Scattered offerings recovered from the area included textiles, pottery shards, food, and the remains of a sacrificed camelid. Additionally, a small bundle of offerings was discovered containing sandals, cutlery, wooden and ceramic dishes, food items, a comb, and coal. Furthermore, a damaged tunic and a small female figurine made of spondylus shell (dressed in miniature versions of cumbi clothes) was recovered from the platform. The presence of the spondylus shell at the site is thought to be an offering for fertility, and is also characteristic of the Llullaillaco, Esmeralda, Chuscha, and Aconcagua sites.

=== Ampato ===
The Ampato summit rises up to 6,312 meters in southern Peru, with a funerary complex located at 5,852 meters. Four capacocha sacrifices were found at this site, representing two distinct ceremonies.
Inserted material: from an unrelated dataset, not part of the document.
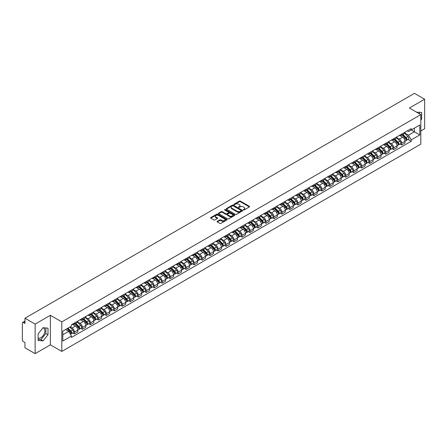 <?xml version="1.0" encoding="UTF-8"?>
<svg xmlns="http://www.w3.org/2000/svg" width="447" height="447" viewBox="0 0 447 447"><rect width="100%" height="100%" fill="white"/><g stroke="black" fill="none" stroke-linecap="round" stroke-linejoin="round"><path stroke-width="0.67" d="M243.364 209.995A0.497 0.285 0 0 0 244.068 209.995L249.404 206.916A0.71 0.408 0 0 0 249.61 206.626A0.71 0.408 0 0 0 249.404 206.335L240.363 201.116A0.71 0.408 0 0 0 239.357 201.116L234.021 204.195A0.497 0.285 0 0 0 234.725 204.603L235.418 204.206A2.274 1.313 0 0 1 238.631 204.206L239.385 204.642A2.274 1.313 0 0 1 240.05 205.57A2.274 1.313 0 0 1 239.385 206.497L238.692 206.894A0.497 0.285 0 0 0 239.396 207.302L240.089 206.9A2.274 1.313 0 0 1 243.302 206.9L244.056 207.335A2.274 1.313 0 0 1 244.721 208.263A2.274 1.313 0 0 1 244.056 209.19L243.364 209.593A0.497 0.285 0 0 0 243.364 209.995L243.364 209.593M416.621 112.197A5.643 3.258 -60 0 1 417.392 112.448A5.643 3.258 -60 0 1 417.995 112.99M42.906 327.919A5.643 3.258 -60 0 1 43.739 328.176A5.643 3.258 -60 0 1 44.605 332.697A5.643 3.258 -60 0 1 40.917 337.669A5.643 3.258 -60 0 1 38.135 337.966M217.315 221.354A0.71 0.408 0 0 0 217.108 221.645A0.71 0.408 0 0 0 217.315 221.935L219.851 223.399A0.71 0.408 0 0 0 220.857 223.399L226.78 219.974A0.71 0.408 0 0 0 226.987 219.684A0.71 0.408 0 0 0 226.78 219.399L217.739 214.18A0.71 0.408 0 0 0 216.739 214.18L210.811 217.6A0.71 0.408 0 0 0 210.604 217.89A0.71 0.408 0 0 0 210.811 218.181L213.873 219.946A0.71 0.408 0 0 0 214.878 219.946L217.415 218.482A0.71 0.408 0 0 0 217.622 218.192A0.71 0.408 0 0 0 217.415 217.901L215.895 217.024A1.9 1.095 0 0 1 215.342 216.253A1.9 1.095 0 0 1 216.51 215.236A1.9 1.095 0 0 1 218.583 215.476L224.534 218.913A1.9 1.095 0 0 1 225.087 219.684A1.9 1.095 0 0 1 223.919 220.701A1.9 1.095 0 0 1 221.846 220.46L220.857 219.89A0.71 0.408 0 0 0 219.851 219.89L217.315 221.354L217.315 221.935L219.851 220.477L219.851 219.89M61.792 321.896L50.382 315.308L35.14 324.114L24.959 318.236L414.47 93.35L424.65 99.228L409.407 108.029L420.811 114.616L61.792 321.896L61.792 351.431L420.811 144.152L420.811 114.616M235.468 214.381A0.71 0.408 0 0 0 236.474 214.381L242.397 210.962A0.71 0.408 0 0 0 242.604 210.671A0.71 0.408 0 0 0 242.397 210.381L233.356 205.162A0.71 0.408 0 0 0 232.356 205.162L226.428 208.581A0.71 0.408 0 0 0 226.221 208.872A0.71 0.408 0 0 0 226.428 209.162L235.468 214.381M224.897 210.101A0.497 0.285 0 0 1 225.4 210.174L234.58 215.471L228.663 218.89A0.71 0.408 0 0 1 227.657 218.89L218.622 213.672L218.622 213.09A0.71 0.408 0 0 0 218.41 213.381A0.71 0.408 0 0 0 218.622 213.672M218.622 213.09L221.159 211.627A0.71 0.408 0 0 1 222.159 211.627L225.824 213.744A0.71 0.408 0 0 0 226.83 213.744L228.512 212.772A0.71 0.408 0 0 0 228.719 212.481A0.71 0.408 0 0 0 228.512 212.191L224.696 209.989A0.497 0.285 0 0 1 225.4 209.582L234.591 214.89A0.71 0.408 0 0 1 234.798 215.18A0.71 0.408 0 0 1 234.591 215.471L234.591 214.89M35.14 324.114L35.14 353.65L24.959 347.772L24.959 342.542L23.373 341.625A1.447 0.838 -120 0 1 22.35 339.854L22.35 323.136A1.447 0.838 -120 0 1 22.652 322.477L24.959 321.142M420.811 130.982L424.65 128.764L424.65 99.228M35.14 353.65L50.382 344.844L61.792 351.431M24.959 318.236L24.959 323.46L23.373 322.544A1.447 0.838 -120 0 0 22.652 322.477M401.629 134.111A3.33 1.922 60 0 1 400.942 135.603L404.317 133.659A3.33 1.922 -120 0 0 405.004 132.161M396.835 137.693L399.277 139.101A3.33 1.922 60 0 1 401.629 143.18L405.004 141.23A3.33 1.922 -120 0 0 402.652 137.151L400.238 135.759M405.004 141.23L405.004 143.029L401.629 144.979L400.009 144.046M400.942 135.603A3.33 1.922 60 0 1 399.3 135.458M401.629 143.18L401.629 144.979M393.651 138.721A3.33 1.922 60 0 1 392.958 140.213L396.338 138.263A3.33 1.922 -120 0 0 397.025 136.771M392.03 148.655L393.651 149.589L397.025 147.639L397.025 145.839A3.33 1.922 -120 0 0 394.673 141.76L392.254 140.364M392.958 140.213A3.33 1.922 60 0 1 391.321 140.062M388.856 142.302L391.298 143.71A3.33 1.922 60 0 1 393.651 147.784L393.651 149.589M385.666 143.325A3.33 1.922 60 0 1 384.979 144.822L388.354 142.872A3.33 1.922 -120 0 0 389.046 141.375M384.051 153.26L385.666 154.198L389.046 152.248L389.046 150.443A3.33 1.922 -120 0 0 386.694 146.37L384.275 144.973M384.979 144.822A3.33 1.922 60 0 1 383.342 144.672M380.878 146.912L383.314 148.32A3.33 1.922 60 0 1 385.666 152.393L385.666 154.198M377.687 147.935A3.33 1.922 60 0 1 377 149.427L380.375 147.476A3.33 1.922 -120 0 0 381.062 145.985M376.067 157.869L377.687 158.802L381.062 156.852L381.062 155.053A3.33 1.922 -120 0 0 378.71 150.974L376.296 149.583M377 149.427A3.33 1.922 60 0 1 375.363 149.276M372.899 151.516L375.335 152.924A3.33 1.922 60 0 1 377.687 157.003L377.687 158.802M369.708 152.539A3.33 1.922 60 0 1 369.015 154.036L372.396 152.086A3.33 1.922 -120 0 0 373.083 150.594M368.088 162.473L369.708 163.412L373.083 161.462L373.083 159.657A3.33 1.922 -120 0 0 370.731 155.584L368.311 154.187M369.015 154.036A3.33 1.922 60 0 1 367.378 153.885M364.914 156.126L367.356 157.534A3.33 1.922 60 0 1 369.708 161.607L369.708 163.412M361.729 157.148A3.33 1.922 60 0 1 361.036 158.64L364.411 156.696A3.33 1.922 -120 0 0 365.104 155.198M360.109 167.083L361.729 168.016L365.104 166.066L365.104 164.267A3.33 1.922 -120 0 0 362.752 160.194L360.332 158.797M361.036 158.64A3.33 1.922 60 0 1 359.399 158.495M356.935 160.73L359.371 162.138A3.33 1.922 60 0 1 361.729 166.217L361.729 168.016M353.745 161.758A3.33 1.922 60 0 1 353.057 163.25L356.432 161.3A3.33 1.922 -120 0 0 357.125 159.808M352.13 171.693L353.745 172.626L357.125 170.676L357.125 168.877A3.33 1.922 -120 0 0 354.767 164.798L352.353 163.401M353.057 163.25A3.33 1.922 60 0 1 351.42 163.099M348.956 165.34L351.392 166.748A3.33 1.922 60 0 1 353.745 170.821L353.745 172.626M345.766 166.362A3.33 1.922 60 0 1 345.078 167.86L348.453 165.91A3.33 1.922 -120 0 0 349.141 164.412M344.145 176.297L345.766 177.235L349.141 175.285L349.141 173.481A3.33 1.922 -120 0 0 346.788 169.407L344.374 168.011M345.078 167.86A3.33 1.922 60 0 1 343.436 167.709M340.972 169.949L343.413 171.357A3.33 1.922 60 0 1 345.766 175.431L345.766 177.235M337.787 170.972A3.33 1.922 60 0 1 337.094 172.464L340.474 170.514A3.33 1.922 -120 0 0 341.162 169.022M336.166 180.906L337.787 181.84L341.162 179.89L341.162 178.09A3.33 1.922 -120 0 0 338.809 174.012L336.39 172.62M337.094 172.464A3.33 1.922 60 0 1 335.457 172.313M332.993 174.553L335.434 175.962A3.33 1.922 60 0 1 337.787 180.04L337.787 181.84M329.802 175.582A3.33 1.922 60 0 1 329.115 177.073L332.49 175.123A3.33 1.922 -120 0 0 333.183 173.632M328.187 185.516L329.802 186.449L333.183 184.499L333.183 182.694A3.33 1.922 -120 0 0 330.83 178.621L328.411 177.224M329.115 177.073A3.33 1.922 60 0 1 327.478 176.923M325.014 179.163L327.45 180.571A3.33 1.922 60 0 1 329.802 184.645L329.802 186.449M321.823 180.186A3.33 1.922 60 0 1 321.136 181.678L324.511 179.733A3.33 1.922 -120 0 0 325.198 178.236M320.203 190.12L321.823 191.053L325.198 189.109L325.198 187.304A3.33 1.922 -120 0 0 322.846 183.231L320.432 181.834M321.136 181.678A3.33 1.922 60 0 1 319.499 181.532M317.035 183.767L319.471 185.175A3.33 1.922 60 0 1 321.823 189.254L321.823 191.053M313.844 184.795A3.33 1.922 60 0 1 313.157 186.287L316.532 184.337A3.33 1.922 -120 0 0 317.219 182.845M312.224 194.73L313.844 195.663L317.219 193.713L317.219 191.914A3.33 1.922 -120 0 0 314.867 187.835L312.447 186.438M313.157 186.287A3.33 1.922 60 0 1 311.514 186.136M309.05 188.377L311.492 189.785A3.33 1.922 60 0 1 313.844 193.864L313.844 195.663M305.865 189.399A3.33 1.922 60 0 1 305.172 190.897L308.553 188.947A3.33 1.922 -120 0 0 309.24 187.449M304.245 199.334L305.865 200.273L309.24 198.323L309.24 196.518A3.33 1.922 -120 0 0 306.888 192.445L304.468 191.048M305.172 190.897A3.33 1.922 60 0 1 303.535 190.746M301.071 192.987L303.507 194.395A3.33 1.922 60 0 1 305.865 198.468L305.865 200.273M297.881 194.009A3.33 1.922 60 0 1 297.194 195.501L300.568 193.551A3.33 1.922 -120 0 0 301.261 192.059M296.266 203.944L297.881 204.877L301.261 202.927L301.261 201.128A3.33 1.922 -120 0 0 298.903 197.049L296.49 195.657M297.194 195.501A3.33 1.922 60 0 1 295.556 195.35M293.092 197.591L295.528 198.999A3.33 1.922 60 0 1 297.881 203.078L297.881 204.877M289.902 198.619A3.33 1.922 60 0 1 289.215 200.111L292.589 198.161A3.33 1.922 -120 0 0 293.277 196.669M288.281 208.553L289.902 209.487L293.277 207.537L293.277 205.737A3.33 1.922 -120 0 0 290.924 201.658L288.511 200.262M289.215 200.111A3.33 1.922 60 0 1 287.572 199.96M285.108 202.2L287.55 203.608A3.33 1.922 60 0 1 289.902 207.682L289.902 209.487M281.923 203.223A3.33 1.922 60 0 1 281.23 204.72L284.61 202.77A3.33 1.922 -120 0 0 285.298 201.273M280.303 213.158L281.923 214.091L285.298 212.146L285.298 210.341A3.33 1.922 -120 0 0 282.945 206.268L280.526 204.871M281.23 204.72A3.33 1.922 60 0 1 279.593 204.57M277.129 206.81L279.571 208.218A3.33 1.922 60 0 1 281.923 212.291L281.923 214.091M273.938 207.833A3.33 1.922 60 0 1 273.251 209.325L276.626 207.374A3.33 1.922 -120 0 0 277.319 205.883M272.324 217.767L273.938 218.7L277.319 216.75L277.319 214.951A3.33 1.922 -120 0 0 274.966 210.872L272.547 209.481M273.251 209.325A3.33 1.922 60 0 1 271.614 209.174M269.15 211.414L271.586 212.822A3.33 1.922 60 0 1 273.938 216.901L273.938 218.7M265.959 212.437A3.33 1.922 60 0 1 265.272 213.934L268.647 211.984A3.33 1.922 -120 0 0 269.334 210.492M264.339 222.371L265.959 223.31L269.334 221.36L269.334 219.555A3.33 1.922 -120 0 0 266.982 215.482L264.568 214.085M265.272 213.934A3.33 1.922 60 0 1 263.635 213.783M261.171 216.024L263.607 217.432A3.33 1.922 60 0 1 265.959 221.505L265.959 223.31M257.98 217.046A3.33 1.922 60 0 1 257.293 218.538L260.668 216.594A3.33 1.922 -120 0 0 261.355 215.096M256.36 226.981L257.98 227.914L261.355 225.964L261.355 224.165A3.33 1.922 -120 0 0 259.003 220.086L256.589 218.695M257.293 218.538A3.33 1.922 60 0 1 255.65 218.393M253.186 220.628L255.628 222.036A3.33 1.922 60 0 1 257.98 226.115L257.98 227.914M250.002 221.656A3.33 1.922 60 0 1 249.309 223.148L252.689 221.198A3.33 1.922 -120 0 0 253.376 219.706M248.381 231.591L250.002 232.524L253.376 230.574L253.376 228.775A3.33 1.922 -120 0 0 251.024 224.696L248.605 223.299M249.309 223.148A3.33 1.922 60 0 1 247.672 222.997M245.207 225.238L247.644 226.646A3.33 1.922 60 0 1 250.002 230.719L250.002 232.524M242.017 226.26A3.33 1.922 60 0 1 241.33 227.758L244.705 225.808A3.33 1.922 -120 0 0 245.397 224.31M240.402 236.195L242.017 237.128L245.397 235.183L245.397 233.379A3.33 1.922 -120 0 0 243.039 229.305L240.626 227.909M241.33 227.758A3.33 1.922 60 0 1 239.693 227.607M237.228 229.847L239.665 231.255A3.33 1.922 60 0 1 242.017 235.329L242.017 237.128M234.038 230.87A3.33 1.922 60 0 1 233.351 232.362L236.726 230.412A3.33 1.922 -120 0 0 237.413 228.92M232.418 240.804L234.038 241.738L237.413 239.788L237.413 237.988A3.33 1.922 -120 0 0 235.061 233.91L232.647 232.518M233.351 232.362A3.33 1.922 60 0 1 231.708 232.211M229.244 234.452L231.686 235.86A3.33 1.922 60 0 1 234.038 239.938L234.038 241.738M226.059 235.474A3.33 1.922 60 0 1 225.366 236.971L228.747 235.021A3.33 1.922 -120 0 0 229.434 233.53M224.439 245.409L226.059 246.347L229.434 244.397L229.434 242.592A3.33 1.922 -120 0 0 227.082 238.519L224.662 237.122M225.366 236.971A3.33 1.922 60 0 1 223.729 236.821M221.265 239.061L223.707 240.469A3.33 1.922 60 0 1 226.059 244.543L226.059 246.347M218.075 240.084A3.33 1.922 60 0 1 217.387 241.576L220.762 239.631A3.33 1.922 -120 0 0 221.455 238.134M216.46 250.018L218.08 250.951L221.455 249.001L221.455 247.202A3.33 1.922 -120 0 0 219.103 243.129L216.683 241.732M217.387 241.576A3.33 1.922 60 0 1 215.75 241.43M213.286 243.665L215.722 245.073A3.33 1.922 60 0 1 218.08 249.152L218.08 250.951M210.096 244.693A3.33 1.922 60 0 1 209.408 246.185L212.783 244.235A3.33 1.922 -120 0 0 213.47 242.743M208.475 254.628L210.096 255.561L213.47 253.611L213.47 251.812A3.33 1.922 -120 0 0 211.118 247.733L208.704 246.336M209.408 246.185A3.33 1.922 60 0 1 207.771 246.034M205.307 248.275L207.743 249.683A3.33 1.922 60 0 1 210.096 253.756L210.096 255.561M202.117 249.297A3.33 1.922 60 0 1 201.429 250.795L204.804 248.845A3.33 1.922 -120 0 0 205.491 247.347M200.496 259.232L202.117 260.171L205.491 258.221L205.491 256.416A3.33 1.922 -120 0 0 203.139 252.343L200.725 250.946M201.429 250.795A3.33 1.922 60 0 1 199.787 250.644M197.323 252.885L199.764 254.293A3.33 1.922 60 0 1 202.117 258.366L202.117 260.171M194.138 253.907A3.33 1.922 60 0 1 193.445 255.399L196.825 253.449A3.33 1.922 -120 0 0 197.513 251.957M192.517 263.842L194.138 264.775L197.513 262.825L197.513 261.026A3.33 1.922 -120 0 0 195.16 256.947L192.741 255.555M193.445 255.399A3.33 1.922 60 0 1 191.808 255.248M189.344 257.489L191.78 258.897A3.33 1.922 60 0 1 194.138 262.976L194.138 264.775M186.153 258.517A3.33 1.922 60 0 1 185.466 260.009L188.841 258.059A3.33 1.922 -120 0 0 189.534 256.567M184.538 268.446L186.153 269.385L189.534 267.435L189.534 265.63A3.33 1.922 -120 0 0 187.176 261.556L184.762 260.16M185.466 260.009A3.33 1.922 60 0 1 183.829 259.858M181.365 262.098L183.801 263.507A3.33 1.922 60 0 1 186.153 267.58L186.153 269.385M178.174 263.121A3.33 1.922 60 0 1 177.487 264.613L180.862 262.668A3.33 1.922 -120 0 0 181.549 261.171M176.554 273.056L178.174 273.989L181.549 272.039L181.549 270.239A3.33 1.922 -120 0 0 179.197 266.166L176.783 264.769M177.487 264.613A3.33 1.922 60 0 1 175.85 264.468M173.386 266.703L175.822 268.111A3.33 1.922 60 0 1 178.174 272.189L178.174 273.989M170.195 267.731A3.33 1.922 60 0 1 169.502 269.223L172.883 267.272A3.33 1.922 -120 0 0 173.57 265.781M168.575 277.665L170.195 278.598L173.57 276.648L173.57 274.849A3.33 1.922 -120 0 0 171.218 270.77L168.798 269.373M169.502 269.223A3.33 1.922 60 0 1 167.865 269.072M165.401 271.312L167.843 272.72A3.33 1.922 60 0 1 170.195 276.799L170.195 278.598M162.216 272.335A3.33 1.922 60 0 1 161.523 273.832L164.898 271.882A3.33 1.922 -120 0 0 165.591 270.385M160.596 282.269L162.216 283.208L165.591 281.258L165.591 279.453A3.33 1.922 -120 0 0 163.239 275.38L160.819 273.983M161.523 273.832A3.33 1.922 60 0 1 159.886 273.681M157.422 275.922L159.858 277.33A3.33 1.922 60 0 1 162.216 281.403L162.216 283.208M154.232 276.944A3.33 1.922 60 0 1 153.544 278.436L156.919 276.486A3.33 1.922 -120 0 0 157.612 274.994M152.617 286.879L154.232 287.812L157.612 285.862L157.612 284.063A3.33 1.922 -120 0 0 155.254 279.984L152.84 278.593M153.544 278.436A3.33 1.922 60 0 1 151.907 278.285M149.443 280.526L151.879 281.934A3.33 1.922 60 0 1 154.232 286.013L154.232 287.812M146.253 281.554A3.33 1.922 60 0 1 145.566 283.046L148.94 281.096A3.33 1.922 -120 0 0 149.628 279.604M144.632 291.489L146.253 292.422L149.628 290.472L149.628 288.667A3.33 1.922 -120 0 0 147.275 284.594L144.862 283.197M145.566 283.046A3.33 1.922 60 0 1 143.923 282.895M141.459 285.136L143.9 286.544A3.33 1.922 60 0 1 146.253 290.617L146.253 292.422M138.274 286.158A3.33 1.922 60 0 1 137.581 287.656L140.961 285.706A3.33 1.922 -120 0 0 141.649 284.208M136.653 296.093L138.274 297.026L141.649 295.081L141.649 293.277A3.33 1.922 -120 0 0 139.296 289.203L136.877 287.807M137.581 287.656A3.33 1.922 60 0 1 135.944 287.505M133.48 289.745L135.922 291.153A3.33 1.922 60 0 1 138.274 295.227L138.274 297.026M130.289 290.768A3.33 1.922 60 0 1 129.602 292.26L132.977 290.31A3.33 1.922 -120 0 0 133.67 288.818M128.675 300.702L130.289 301.636L133.67 299.686L133.67 297.886A3.33 1.922 -120 0 0 131.317 293.808L128.898 292.416M129.602 292.26A3.33 1.922 60 0 1 127.965 292.109M125.501 294.349L127.937 295.758A3.33 1.922 60 0 1 130.289 299.836L130.289 301.636M122.31 295.372A3.33 1.922 60 0 1 121.623 296.869L124.998 294.919A3.33 1.922 -120 0 0 125.685 293.428M120.69 305.307L122.31 306.245L125.685 304.295L125.685 302.49A3.33 1.922 -120 0 0 123.333 298.417L120.919 297.02M121.623 296.869A3.33 1.922 60 0 1 119.986 296.719M117.522 298.959L119.958 300.367A3.33 1.922 60 0 1 122.31 304.441L122.31 306.245M114.331 299.982A3.33 1.922 60 0 1 113.639 301.474L117.019 299.524A3.33 1.922 -120 0 0 117.706 298.032M112.711 309.916L114.331 310.849L117.706 308.899L117.706 307.1A3.33 1.922 -120 0 0 115.354 303.021L112.935 301.63M113.639 301.474A3.33 1.922 60 0 1 112.001 301.323M109.537 303.563L111.979 304.971A3.33 1.922 60 0 1 114.331 309.05L114.331 310.849M106.352 304.591A3.33 1.922 60 0 1 105.66 306.083L109.034 304.133A3.33 1.922 -120 0 0 109.727 302.641M104.732 314.526L106.352 315.459L109.727 313.509L109.727 311.71A3.33 1.922 -120 0 0 107.375 307.631L104.956 306.234M105.66 306.083A3.33 1.922 60 0 1 104.022 305.932M101.558 308.173L103.995 309.581A3.33 1.922 60 0 1 106.352 313.654L106.352 315.459M98.368 309.195A3.33 1.922 60 0 1 97.681 310.693L101.056 308.743A3.33 1.922 -120 0 0 101.748 307.245M96.753 319.13L98.368 320.063L101.748 318.119L101.748 316.314A3.33 1.922 -120 0 0 99.39 312.241L96.977 310.844M97.681 310.693A3.33 1.922 60 0 1 96.044 310.542M93.579 312.783L96.016 314.191A3.33 1.922 60 0 1 98.368 318.264L98.368 320.063M90.389 313.805A3.33 1.922 60 0 1 89.702 315.297L93.077 313.347A3.33 1.922 -120 0 0 93.764 311.855M88.769 323.74L90.389 324.673L93.764 322.723L93.764 320.924A3.33 1.922 -120 0 0 91.411 316.845L88.998 315.453M89.702 315.297A3.33 1.922 60 0 1 88.059 315.146M85.595 317.387L88.037 318.795A3.33 1.922 60 0 1 90.389 322.874L90.389 324.673M82.41 318.409A3.33 1.922 60 0 1 81.717 319.907L85.098 317.957A3.33 1.922 -120 0 0 85.785 316.465M80.79 328.344L82.41 329.283L85.785 327.333L85.785 325.528A3.33 1.922 -120 0 0 83.433 321.454L81.013 320.058M81.717 319.907A3.33 1.922 60 0 1 80.08 319.756M77.616 321.996L80.058 323.404A3.33 1.922 60 0 1 82.41 327.478L82.41 329.283M74.425 323.019A3.33 1.922 60 0 1 73.738 324.511L77.113 322.566A3.33 1.922 -120 0 0 77.806 321.069M72.811 332.954L74.425 333.887L77.806 331.937L77.806 330.137A3.33 1.922 -120 0 0 75.454 326.064L73.034 324.667M73.738 324.511A3.33 1.922 60 0 1 72.101 324.366M70.129 326.891L72.073 328.009A3.33 1.922 60 0 1 74.425 332.087L74.425 333.887M407.284 130.848L408.485 131.541L419.789 125.015L414.369 128.144L414.369 131.809L408.485 135.206L404.82 133.089M62.815 334.775L68.698 331.378L71.408 336.071L62.815 341.039L62.815 331.11L71.408 326.148L71.408 324.762L411.195 128.591L411.195 129.976L419.789 134.938L411.195 139.9L408.485 135.206M419.789 125.015L419.789 134.938M71.408 336.071L71.408 337.463L411.195 141.291L411.195 139.9M420.811 120.064L421.655 119.019L421.655 112.437L416.576 112.175M50.382 315.308L50.382 344.844M38.135 340.441L43.068 340.882L48.008 334.742L48.008 328.159L43.068 327.718L38.135 333.859L38.135 340.441M68.698 331.378L65.525 329.545M407.994 139.436L411.195 141.291M419.509 113.862L419.509 112.242M420.811 118.528L421.655 119.019M38.135 339.396L40.917 339.642L45.857 333.501L45.857 327.969M40.917 339.642L43.068 340.882M45.857 333.501L48.008 334.742M243.565 210.068L244.056 209.783A2.274 1.313 0 0 0 244.721 208.855L244.721 208.263M240.05 205.57L240.05 206.156A2.274 1.313 0 0 1 239.385 207.084L238.894 207.369M249.392 206.922L240.363 201.709A0.71 0.408 0 0 0 239.357 201.709L234.222 204.676M242.397 210.381L242.397 210.962L233.356 205.754A0.71 0.408 0 0 0 232.356 205.754L226.439 209.168L226.428 208.581M241.14 210.872A0.497 0.285 0 0 0 241.14 210.464L233.205 205.888A0.497 0.285 0 0 0 232.507 205.888L231.775 206.307A2.274 1.313 0 0 0 231.11 207.235A2.274 1.313 0 0 0 231.775 208.162L237.201 211.291A2.274 1.313 0 0 0 240.413 211.291L241.14 210.872L241.14 211.465A0.497 0.285 0 0 0 241.14 211.057M231.11 207.235L231.11 207.827A2.274 1.313 0 0 0 231.775 208.755L231.775 208.162M241.14 211.465L240.413 211.884A2.274 1.313 0 0 1 237.201 211.884L231.775 208.755M218.628 213.677L221.159 212.219L221.159 211.627M228.719 212.481L228.719 213.074A0.71 0.408 0 0 1 228.512 213.364L226.83 214.337A0.71 0.408 0 0 1 225.824 214.337L222.159 212.219A0.71 0.408 0 0 0 221.159 212.219M229.629 215.94A1.9 1.095 0 0 0 231.702 216.175A1.9 1.095 0 0 0 232.87 215.163A1.9 1.095 0 0 0 232.317 214.387L230.222 213.18A0.71 0.408 0 0 0 229.216 213.18L227.534 214.147A0.71 0.408 0 0 0 227.327 214.437A0.71 0.408 0 0 0 227.534 214.728L229.629 215.94L229.629 216.532A1.9 1.095 0 0 0 231.702 216.767A1.9 1.095 0 0 0 232.87 215.756L232.87 215.163M227.327 214.437L227.327 215.029A0.71 0.408 0 0 0 227.534 215.32L227.534 214.728M229.629 216.532L227.534 215.32M225.087 219.684L225.087 220.276A1.9 1.095 0 0 1 223.919 221.287A1.9 1.095 0 0 1 221.846 221.053L220.857 220.477A0.71 0.408 0 0 0 219.851 220.477M215.342 216.253L215.342 216.84A1.9 1.095 0 0 0 215.895 217.616L215.895 217.024M217.404 218.488L215.895 217.616M226.78 219.399L226.78 219.974L217.739 214.767A0.71 0.408 0 0 0 216.739 214.767L210.822 218.186L210.811 217.6M402.06 134.96L405.2 138.062A1.81 1.045 60 0 1 405.68 140.771L405.004 141.163M402.686 135.581L404.021 136.346M402.406 134.759L405.848 138.157A0.866 0.503 60 0 1 406.077 139.458A0.866 0.503 60 0 1 405.999 139.486M402.926 134.458L406.072 137.559A1.81 1.045 60 0 1 406.552 140.269A1.81 1.045 60 0 1 406.005 140.33M404.686 133.312L407.915 136.497A1.81 1.045 60 0 1 408.39 139.207L406.552 140.269M394.081 139.565L397.221 142.671A1.81 1.045 60 0 1 397.701 145.381L397.025 145.772M394.707 140.185L396.036 140.956M394.427 139.363L397.869 142.761A0.866 0.503 60 0 1 398.098 144.063A0.866 0.503 60 0 1 398.02 144.096M394.947 139.067L398.093 142.168A1.81 1.045 60 0 1 398.568 144.878A1.81 1.045 60 0 1 398.02 144.934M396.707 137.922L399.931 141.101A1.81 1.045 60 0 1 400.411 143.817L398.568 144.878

The first sacrifice discovered was a girl estimated to be between 13 and 15 years old (based upon her tooth development), popularly referred to as "Juanita" or "The Ampato Ice Maiden." DNA testing determined that Juanita was related to individuals living in northern Peru and Argentina, and was likely not related to villages near Ampato. Juanita's body was discovered 70 meters below the summit, where she presumably landed after the collapse of her funerary platform. She was wrapped in high quality decorated textiles and surrounded by her funerary assemblage, including pottery, chuspas (some containing coca leaves or hair), llama bones, and four female figurines crafted from spondylus shell. A needle biopsy of Juanita's stomach revealed that she had been fed a large meal of vegetables around 6 to 8 hours before her sacrifice. Additionally, a CT scan indicated she was killed with a blow to the head.

The other three capacocha sacrifices interred at Ampato were found marked by stone circles within the funerary complex, and were all between the ages of 8 and 12. Two girls and one boy were discovered, all three of which were likely sacrificed during the same ceremony based on the positionality and proximity of the burials. The burial of the first girl found at the site was unusual compared to other capacocha burials, as six pots had been ritually broken on her grave. Her body was dressed with a macaw feather headdress and sandals, and was buried with numerous ceramic vessels, figurines, cups, spoons, and weaving tools. The male child was adorned with a vegetable fiber headdress and had elongated pierced earlobes, indicating he may have been the son of an elite family. He was buried with ceramic vessels, cups, and a male figurine. The second female body found was also buried with multiple ceramic vessels, as well as a female figurine crafted from spondylus shell. All three mummies had been damaged by lightning strikes, preventing soft tissue research from being done on their bodies.